-- PROBLEM TO SOLVE --
Repeat, exactly as written, the lines of the records below from the first through the line with "FOOT_OUTER_X = -18.41", but none past it.

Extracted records

- - - - - - -

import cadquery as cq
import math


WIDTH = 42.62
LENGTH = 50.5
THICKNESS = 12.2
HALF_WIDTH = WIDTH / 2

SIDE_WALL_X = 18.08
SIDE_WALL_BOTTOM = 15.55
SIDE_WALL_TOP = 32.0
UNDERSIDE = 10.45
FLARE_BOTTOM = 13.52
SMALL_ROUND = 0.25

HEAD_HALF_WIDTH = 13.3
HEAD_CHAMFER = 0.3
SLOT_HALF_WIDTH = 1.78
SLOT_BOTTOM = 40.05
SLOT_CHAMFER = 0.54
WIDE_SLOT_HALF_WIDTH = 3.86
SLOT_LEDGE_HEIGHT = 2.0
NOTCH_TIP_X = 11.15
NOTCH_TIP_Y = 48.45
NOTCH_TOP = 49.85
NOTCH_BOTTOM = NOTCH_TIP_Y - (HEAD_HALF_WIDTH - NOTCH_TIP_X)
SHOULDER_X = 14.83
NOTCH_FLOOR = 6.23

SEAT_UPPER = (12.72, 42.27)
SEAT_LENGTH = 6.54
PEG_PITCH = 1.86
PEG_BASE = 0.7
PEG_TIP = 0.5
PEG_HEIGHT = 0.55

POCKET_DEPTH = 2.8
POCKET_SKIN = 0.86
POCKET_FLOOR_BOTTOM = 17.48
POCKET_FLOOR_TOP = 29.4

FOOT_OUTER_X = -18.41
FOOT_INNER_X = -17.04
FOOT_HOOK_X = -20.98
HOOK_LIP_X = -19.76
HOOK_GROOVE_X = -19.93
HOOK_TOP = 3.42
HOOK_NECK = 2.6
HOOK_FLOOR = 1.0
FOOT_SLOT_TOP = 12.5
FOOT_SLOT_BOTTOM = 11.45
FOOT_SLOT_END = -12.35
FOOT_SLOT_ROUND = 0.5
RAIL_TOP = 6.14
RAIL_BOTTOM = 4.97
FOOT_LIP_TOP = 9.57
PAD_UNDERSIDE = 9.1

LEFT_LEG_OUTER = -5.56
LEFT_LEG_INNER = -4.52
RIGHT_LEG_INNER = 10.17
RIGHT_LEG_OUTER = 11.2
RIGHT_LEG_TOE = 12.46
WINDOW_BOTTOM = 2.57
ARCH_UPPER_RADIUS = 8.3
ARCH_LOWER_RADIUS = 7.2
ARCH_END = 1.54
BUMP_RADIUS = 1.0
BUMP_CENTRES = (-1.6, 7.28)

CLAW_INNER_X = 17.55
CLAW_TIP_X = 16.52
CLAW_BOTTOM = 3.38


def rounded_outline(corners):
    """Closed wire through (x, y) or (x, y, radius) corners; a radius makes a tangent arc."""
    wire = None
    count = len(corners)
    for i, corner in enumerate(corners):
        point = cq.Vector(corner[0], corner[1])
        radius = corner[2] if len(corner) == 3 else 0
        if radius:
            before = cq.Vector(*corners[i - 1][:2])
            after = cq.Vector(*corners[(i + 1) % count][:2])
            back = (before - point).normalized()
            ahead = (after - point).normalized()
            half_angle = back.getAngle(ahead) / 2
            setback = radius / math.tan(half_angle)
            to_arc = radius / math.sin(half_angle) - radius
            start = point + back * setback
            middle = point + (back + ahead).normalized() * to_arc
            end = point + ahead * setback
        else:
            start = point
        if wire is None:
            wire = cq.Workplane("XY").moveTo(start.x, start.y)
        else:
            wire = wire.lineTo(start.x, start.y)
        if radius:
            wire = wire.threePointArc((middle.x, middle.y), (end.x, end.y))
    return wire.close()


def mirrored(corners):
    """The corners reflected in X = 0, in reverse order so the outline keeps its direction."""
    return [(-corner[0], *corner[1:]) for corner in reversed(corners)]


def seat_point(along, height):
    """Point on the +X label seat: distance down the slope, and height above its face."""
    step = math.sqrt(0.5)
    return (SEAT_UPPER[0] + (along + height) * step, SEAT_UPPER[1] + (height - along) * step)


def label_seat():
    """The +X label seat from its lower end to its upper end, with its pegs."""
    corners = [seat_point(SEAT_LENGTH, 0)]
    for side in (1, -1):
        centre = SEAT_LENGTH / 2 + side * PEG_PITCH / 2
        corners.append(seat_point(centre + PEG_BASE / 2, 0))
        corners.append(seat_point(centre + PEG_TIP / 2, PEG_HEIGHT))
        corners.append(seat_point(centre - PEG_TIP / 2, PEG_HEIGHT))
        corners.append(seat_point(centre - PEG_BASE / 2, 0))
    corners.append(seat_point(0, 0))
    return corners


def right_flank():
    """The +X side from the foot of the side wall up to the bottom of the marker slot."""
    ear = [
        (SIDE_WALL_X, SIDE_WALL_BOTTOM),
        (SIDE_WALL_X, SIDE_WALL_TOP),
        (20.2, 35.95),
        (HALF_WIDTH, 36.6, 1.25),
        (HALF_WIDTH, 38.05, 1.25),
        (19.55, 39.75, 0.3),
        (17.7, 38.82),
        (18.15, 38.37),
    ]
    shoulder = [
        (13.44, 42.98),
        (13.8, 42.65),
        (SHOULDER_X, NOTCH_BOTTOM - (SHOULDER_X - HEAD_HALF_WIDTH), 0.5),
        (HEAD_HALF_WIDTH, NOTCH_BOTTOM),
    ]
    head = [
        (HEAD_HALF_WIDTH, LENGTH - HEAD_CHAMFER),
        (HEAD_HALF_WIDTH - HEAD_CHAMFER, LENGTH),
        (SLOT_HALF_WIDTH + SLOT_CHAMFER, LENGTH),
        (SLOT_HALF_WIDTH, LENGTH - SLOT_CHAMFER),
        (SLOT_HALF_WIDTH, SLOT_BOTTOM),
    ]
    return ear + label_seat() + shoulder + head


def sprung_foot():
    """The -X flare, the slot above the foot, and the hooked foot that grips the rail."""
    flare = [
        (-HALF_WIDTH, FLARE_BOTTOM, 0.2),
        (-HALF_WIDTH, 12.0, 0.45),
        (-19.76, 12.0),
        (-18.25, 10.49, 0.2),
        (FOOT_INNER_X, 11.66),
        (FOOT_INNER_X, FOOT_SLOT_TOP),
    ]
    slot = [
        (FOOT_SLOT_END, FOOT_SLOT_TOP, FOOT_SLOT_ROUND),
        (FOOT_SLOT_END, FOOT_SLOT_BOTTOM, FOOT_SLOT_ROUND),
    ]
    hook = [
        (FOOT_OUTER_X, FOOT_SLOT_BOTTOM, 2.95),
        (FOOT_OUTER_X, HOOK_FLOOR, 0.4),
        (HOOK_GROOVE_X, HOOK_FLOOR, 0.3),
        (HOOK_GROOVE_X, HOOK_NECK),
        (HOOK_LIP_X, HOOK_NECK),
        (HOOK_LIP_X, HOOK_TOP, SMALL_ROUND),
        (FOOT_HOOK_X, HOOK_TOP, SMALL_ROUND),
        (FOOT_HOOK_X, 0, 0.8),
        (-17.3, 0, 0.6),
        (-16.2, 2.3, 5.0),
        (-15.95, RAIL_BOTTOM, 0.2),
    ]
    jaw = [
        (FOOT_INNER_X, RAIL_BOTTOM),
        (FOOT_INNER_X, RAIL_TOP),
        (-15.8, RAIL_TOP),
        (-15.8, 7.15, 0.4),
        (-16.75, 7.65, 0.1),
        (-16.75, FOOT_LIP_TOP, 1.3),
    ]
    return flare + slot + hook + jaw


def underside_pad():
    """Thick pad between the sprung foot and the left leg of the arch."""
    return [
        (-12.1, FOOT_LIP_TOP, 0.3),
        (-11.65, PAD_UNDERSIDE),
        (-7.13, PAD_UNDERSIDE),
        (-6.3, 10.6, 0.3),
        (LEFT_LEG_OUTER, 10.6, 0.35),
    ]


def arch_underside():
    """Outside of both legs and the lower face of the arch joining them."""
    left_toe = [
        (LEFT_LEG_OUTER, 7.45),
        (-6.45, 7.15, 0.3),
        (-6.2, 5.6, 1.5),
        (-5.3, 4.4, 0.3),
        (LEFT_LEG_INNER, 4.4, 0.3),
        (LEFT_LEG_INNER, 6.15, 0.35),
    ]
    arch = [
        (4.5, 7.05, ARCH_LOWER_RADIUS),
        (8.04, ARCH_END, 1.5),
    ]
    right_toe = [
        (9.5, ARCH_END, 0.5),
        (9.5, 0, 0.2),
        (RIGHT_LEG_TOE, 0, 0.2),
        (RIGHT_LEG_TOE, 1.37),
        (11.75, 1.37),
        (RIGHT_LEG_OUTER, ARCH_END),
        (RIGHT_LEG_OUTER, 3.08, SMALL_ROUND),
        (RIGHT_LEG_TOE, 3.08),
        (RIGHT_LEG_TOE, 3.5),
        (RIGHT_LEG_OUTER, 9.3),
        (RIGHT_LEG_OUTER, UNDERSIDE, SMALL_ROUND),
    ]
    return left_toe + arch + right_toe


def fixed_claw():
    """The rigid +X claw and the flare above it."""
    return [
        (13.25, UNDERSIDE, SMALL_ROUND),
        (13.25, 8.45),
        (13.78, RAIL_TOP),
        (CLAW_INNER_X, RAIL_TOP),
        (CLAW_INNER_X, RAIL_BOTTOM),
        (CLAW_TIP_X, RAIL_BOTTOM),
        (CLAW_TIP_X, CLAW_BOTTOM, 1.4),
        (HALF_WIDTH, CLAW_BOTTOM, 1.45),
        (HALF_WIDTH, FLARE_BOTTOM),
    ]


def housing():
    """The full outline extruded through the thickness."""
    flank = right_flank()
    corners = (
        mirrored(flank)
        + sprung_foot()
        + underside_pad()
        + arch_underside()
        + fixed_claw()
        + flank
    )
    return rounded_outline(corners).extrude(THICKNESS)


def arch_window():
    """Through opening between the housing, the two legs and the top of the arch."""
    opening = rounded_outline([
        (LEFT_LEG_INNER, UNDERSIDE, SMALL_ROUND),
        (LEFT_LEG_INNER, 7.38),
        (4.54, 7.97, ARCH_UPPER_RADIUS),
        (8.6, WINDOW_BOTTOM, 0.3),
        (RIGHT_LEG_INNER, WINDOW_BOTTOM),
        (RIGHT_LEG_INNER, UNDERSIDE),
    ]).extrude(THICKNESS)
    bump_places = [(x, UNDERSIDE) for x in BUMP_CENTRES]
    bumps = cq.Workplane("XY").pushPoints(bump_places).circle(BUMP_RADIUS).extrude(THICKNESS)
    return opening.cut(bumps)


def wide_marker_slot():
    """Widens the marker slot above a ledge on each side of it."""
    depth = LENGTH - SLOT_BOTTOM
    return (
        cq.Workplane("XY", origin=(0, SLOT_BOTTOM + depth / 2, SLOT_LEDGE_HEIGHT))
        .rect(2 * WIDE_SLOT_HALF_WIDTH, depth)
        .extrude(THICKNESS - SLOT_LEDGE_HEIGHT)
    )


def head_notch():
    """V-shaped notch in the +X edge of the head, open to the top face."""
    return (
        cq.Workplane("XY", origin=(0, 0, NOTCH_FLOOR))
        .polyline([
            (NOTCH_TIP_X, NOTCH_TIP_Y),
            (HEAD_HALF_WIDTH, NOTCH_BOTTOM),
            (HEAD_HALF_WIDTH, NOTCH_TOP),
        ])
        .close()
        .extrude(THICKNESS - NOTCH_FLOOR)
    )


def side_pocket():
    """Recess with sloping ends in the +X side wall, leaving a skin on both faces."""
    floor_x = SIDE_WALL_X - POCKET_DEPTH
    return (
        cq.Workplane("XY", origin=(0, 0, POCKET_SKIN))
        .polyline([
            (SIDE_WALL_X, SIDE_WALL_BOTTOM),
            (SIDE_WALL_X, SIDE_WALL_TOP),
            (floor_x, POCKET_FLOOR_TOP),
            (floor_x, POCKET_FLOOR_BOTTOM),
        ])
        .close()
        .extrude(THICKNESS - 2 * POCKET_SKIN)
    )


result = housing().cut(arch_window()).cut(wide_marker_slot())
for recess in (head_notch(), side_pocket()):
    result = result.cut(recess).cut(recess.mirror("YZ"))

- - - - - - -

-- ANSWER --
import cadquery as cq
import math


WIDTH = 42.62
LENGTH = 50.5
THICKNESS = 12.2
HALF_WIDTH = WIDTH / 2

SIDE_WALL_X = 18.08
SIDE_WALL_BOTTOM = 15.55
SIDE_WALL_TOP = 32.0
UNDERSIDE = 10.45
FLARE_BOTTOM = 13.52
SMALL_ROUND = 0.25

HEAD_HALF_WIDTH = 13.3
HEAD_CHAMFER = 0.3
SLOT_HALF_WIDTH = 1.78
SLOT_BOTTOM = 40.05
SLOT_CHAMFER = 0.54
WIDE_SLOT_HALF_WIDTH = 3.86
SLOT_LEDGE_HEIGHT = 2.0
NOTCH_TIP_X = 11.15
NOTCH_TIP_Y = 48.45
NOTCH_TOP = 49.85
NOTCH_BOTTOM = NOTCH_TIP_Y - (HEAD_HALF_WIDTH - NOTCH_TIP_X)
SHOULDER_X = 14.83
NOTCH_FLOOR = 6.23

SEAT_UPPER = (12.72, 42.27)
SEAT_LENGTH = 6.54
PEG_PITCH = 1.86
PEG_BASE = 0.7
PEG_TIP = 0.5
PEG_HEIGHT = 0.55

POCKET_DEPTH = 2.8
POCKET_SKIN = 0.86
POCKET_FLOOR_BOTTOM = 17.48
POCKET_FLOOR_TOP = 29.4

FOOT_OUTER_X = -18.41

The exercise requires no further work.